Berlusconi loses parliamentarian elections in Italy
The result of the elections for representatives and senators in Italy disclosed the country’s political division. The dispute was waged between two party blocs: the center right coalition, “Casa delle Libertà” (House of Liberties) led by Prime Minister Silvio Berlusconi, and the center left coalition, “L’Unità” (Unity), headed by former prime minister Romano Prodi, who won by a narrow margin of 25 thousand votes (0.1%), not including votes from outside the Italian territory.
The result of the elections for representatives and senators in Italy disclosed the country’s political division. The dispute was waged between two party blocs: the center right coalition, “Casa delle Libertà” (House of Liberties) led by Prime Minister Silvio Berlusconi, and the center left coalition, “L’Unità” (Unity), headed by former prime minister Romano Prodi, who won by a narrow margin of 25 thousand votes (0.1%), not including votes from outside the Italian territory.
This small margin was not at all anticipated given the institutional support Prodi had from the European public opinion, as well as from Italian entrepreneurs and the middle class. Italy’s poor economic performance, the Italian participation in the war in Iraq and Berlusconi’s authoritarian style pointed to Prodi as the candidate of the common sense.
He will, however, have the majority in both legislative houses due to the electoral reform promoted by the outgoing government, which altered the electoral criterion to secure a broader majority to the winning party even if the party does not attain 50% plus 1 of the votes, a minimum of 340 seats in the House of Representatives, and also to allow Italians residing abroad to vote for the first time. The reasoning for the second reform was an anticipated conservatism of the foreign vote, an outcome which did not prove to be true. The reform obviously aimed at benefiting the right when elections occurred but the strategy backfired.
The House’s composition assured Prodi 348 representatives and 281 to Berlusconi, while in the Senate each bloc obtained 158 and 156 seats, respectively. It was the votes cast by Italians residing abroad which assured a majority in the Senate for the Prodi coalition, with “L’Unità” electing four senators out of five possible.
Of note was the virulence and unscrupulousness of the Berlusconi campaign, who repeatedly scorned the law by using his own communications network, Italy’s largest, in his favor. On the eve of the election he gave an interview to one of his own TV channels, infringing the law, an opportunity his opponent was not given.
He resorted to foul language when referring to the people who voted for the opposition, attacked the presence of the “Refundazione Comunista” in Prodi’s coalition and even came to say that Chinese communists in the Mao Zedong era “cooked babies to make manure”. The final act was to classify the election as fraudulent and ask for a vote recount, as if the government itself did not control the process. The recount was carried out and the result confirmed.

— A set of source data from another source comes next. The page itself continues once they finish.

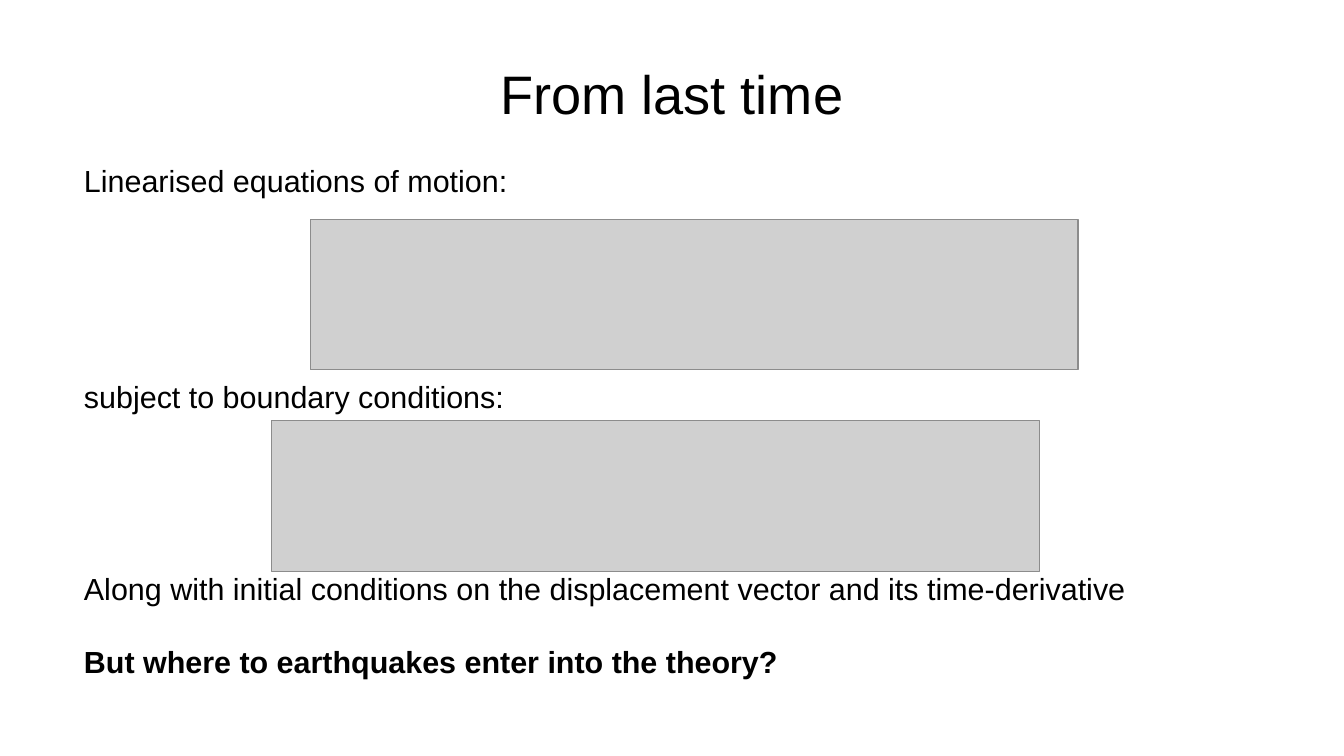
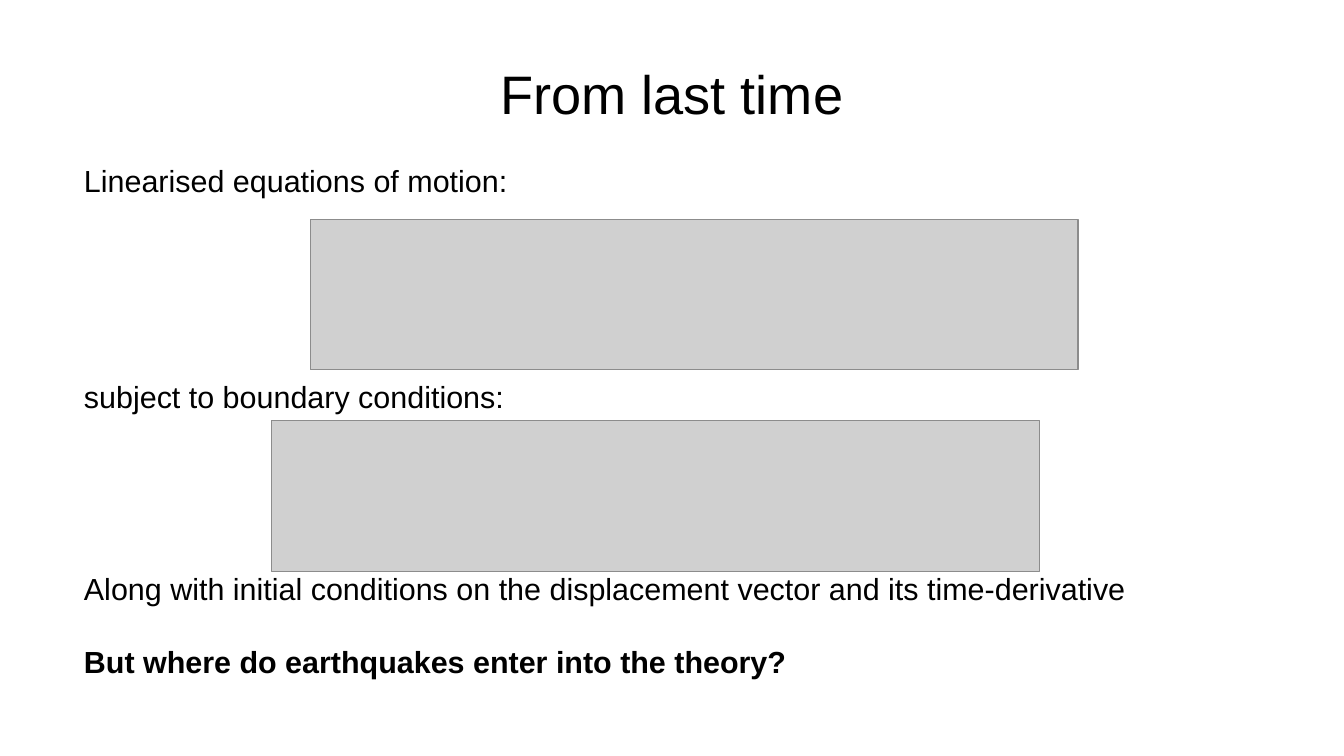
Before and after one commit to da380/PEPLectures, a slide deck: slide 2 of slides/slides3.odp. Drawn at 1344x756 pixels with LibreOffice and Linux fonts; fonts in the diff are those of the drawing; grey boxes stand for pictures. Boxes give left, top, right and bottom in pixels: in the first picture for what was removed or moved away, otherwise in the second. Text is boxed around its words. In the diff, an @@ line names an element or a change of style, - is before the commit and + after.

Commit message:
started on slides for lecture 7

```diff
--- a/slides/slides3.odp
+++ b/slides/slides3.odp
@@ text at box(84, 651, 786, 679): text changed @@
-But where to earthquakes enter into the theory?
+But where do earthquakes enter into the theory?
```
Also in this commit, not shown: 4 other files.

In the meantime, the recount was the formal argument chosen by the governments of the US and Great Britain to abstain from acknowledging the result in the days ensuing the election. The more likely motive for the faux pas was that Prodi had already announced that, as one of his first measures, he would withdraw the approximately 3000 Italian troops based in Iraq today. That does not mean, however, that his will be a progressive administration with regard to the economy, since Italian GDP growth has been feeble and both the budgetary deficit index and the public debt index are above the targets established by EU agreements.
Any comparison with the Brazilian electoral campaign this year, incidentally, is not a mere coincidence. The right’s aggressive posture is not circumscribed to Italy. Governmental elections opposing the right to the center left camp have become increasingly ideological, even when both sides present moderate programs.
In a recent visit to Brazil, Finland’s president, Tarja Halonen, recently reelected for another term, commented that she had begun her electoral campaign with high enough popularity to win in the first round, yet only won in a run-off election because of the intense attacks from the right’s candidate who, besides accusing her of communist/socialist, did not even spare her personal life. According to her, the electoral campaign in neighboring Sweden will track the same path.
Thus, what we are witnessing in Brazil, with the actions staged by the right and the elite against the PT, is not an isolated fact related exclusively to the Brazilian context. Apparently neoliberalism is trying to pursue its more orthodox political and economic agendas.